Peter Smyth: ‘Canada’s Premier Policy on Nursing Environments Is Broken’

Nothing makes the American public feel more frustrated with the Trump administration than entitlement. Health care issues are another prime target, especially when it comes to politicians on both sides of the aisle. And…

Peter Smyth: 'Canada’s Premier Policy on Nursing Environments Is Broken'

Nothing makes the American public feel more frustrated with the Trump administration than entitlement.

Health care issues are another prime target, especially when it comes to politicians on both sides of the aisle. And like every other issue, there are one or two special interest groups that are more concerned with protecting their brand than getting real solutions. The latest example of this comes from Canada, where nurses are now getting a raw deal.

As the economy is growing robustly, millions of Canadians are entering the workforce, including nurses in cities such as Toronto and Vancouver. Health care is now Canada’s largest employer. According to the Canadian Nursing Information Database, nearly 600,000 nurses work in hospitals, hospices, and mental health facilities.

As more Canadians enter the workforce, the government is pushing more and more nurses to train for employment rather than to seek employment.

At the same time, nurses are being forced to undergo training for new skills they don’t need yet. This is a dangerous game of musical chairs, and one that the federal government needs to rethink. In January 2018, Canada’s Minister of Health, Ginette Petitpas Taylor, issued a memorandum that officially ends existing, federally funded healthcare training programs. In February, Health Canada announced a new federal policy “to reform and increase quality care in both primary and secondary care settings, by ensuring the right training opportunities exist for nurses and other health professionals.”

These two federal policies are all about expanding “quality care” through the creation of new positions. So this matters.

Contrary to the government’s policies, nurses in many Canadian cities have long been able to obtain training and jobs with their current skills and training. Canadians understand that the current system of funding nursing education and training grants dates back to the 19th century.

This system is embedded in Canada’s national medicare. That means the system is broken.

Ontario’s nurses get the worst deal in Canada. According to Forum Research Associates, just 49 percent of Ontario nurses approve of the “financial support provided by the provincial government” to funding nurses’ wages. To put that into perspective, 84 percent of nurses in British Columbia approve of the provincial government’s policy. And 87 percent of Quebec nurses approve of the provincial government’s policy.

These attitudes reflect clear dissatisfaction with the political leaders in their own province. Ontario nurses tell Forum Research that they want government to revisit their “graduate salary scheme.” This requires nurses to take a two-year residence (e.g., stay-at-home mom) as part of their qualification process. Based on the doctors’ exam, they then earn a competitive “graduate salary.”

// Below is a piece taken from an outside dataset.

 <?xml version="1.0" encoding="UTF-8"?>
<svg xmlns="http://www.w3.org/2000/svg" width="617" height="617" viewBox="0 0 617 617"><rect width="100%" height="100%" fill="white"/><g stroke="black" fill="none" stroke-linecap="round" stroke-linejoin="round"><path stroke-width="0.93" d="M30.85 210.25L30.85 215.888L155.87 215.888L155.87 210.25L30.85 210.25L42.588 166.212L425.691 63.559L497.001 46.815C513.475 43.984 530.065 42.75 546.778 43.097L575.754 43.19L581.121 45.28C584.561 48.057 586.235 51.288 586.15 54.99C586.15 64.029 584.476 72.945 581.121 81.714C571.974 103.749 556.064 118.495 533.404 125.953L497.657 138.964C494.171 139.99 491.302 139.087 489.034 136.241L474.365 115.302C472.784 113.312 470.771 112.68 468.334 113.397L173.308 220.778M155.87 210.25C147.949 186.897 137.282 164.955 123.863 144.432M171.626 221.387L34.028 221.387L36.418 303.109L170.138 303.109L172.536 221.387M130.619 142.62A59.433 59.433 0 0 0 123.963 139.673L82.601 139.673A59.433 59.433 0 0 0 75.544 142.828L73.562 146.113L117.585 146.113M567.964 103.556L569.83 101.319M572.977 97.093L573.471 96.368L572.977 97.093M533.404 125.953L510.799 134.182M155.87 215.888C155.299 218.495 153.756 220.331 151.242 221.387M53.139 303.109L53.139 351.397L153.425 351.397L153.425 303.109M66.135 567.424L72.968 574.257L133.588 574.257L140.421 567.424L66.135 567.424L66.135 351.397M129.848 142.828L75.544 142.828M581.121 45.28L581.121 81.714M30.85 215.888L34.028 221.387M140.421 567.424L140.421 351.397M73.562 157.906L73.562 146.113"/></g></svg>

Significantly, Ontario nurses are facing unprecedented consequences for their political contributions. Forum Research associates found that it has gone from being an unwritten rule to becoming a requirement for winning elections.

Forum Research associates found that in 2018, Ontario nurses contributed $10.7 million to federal elections. This is the highest amount the nurses in Ontario have contributed to federal elections in the last 25 years.

Politicians should not be able to use their office to receive campaign contributions from nurses who are also asking for their profession to be funded in the future.

Seeking a revised graduate salary structure is the right thing to do for nurses and the Canadian public.

Peter Smyth is a political scientist at Ryerson University, and a director of Forum Research Associates.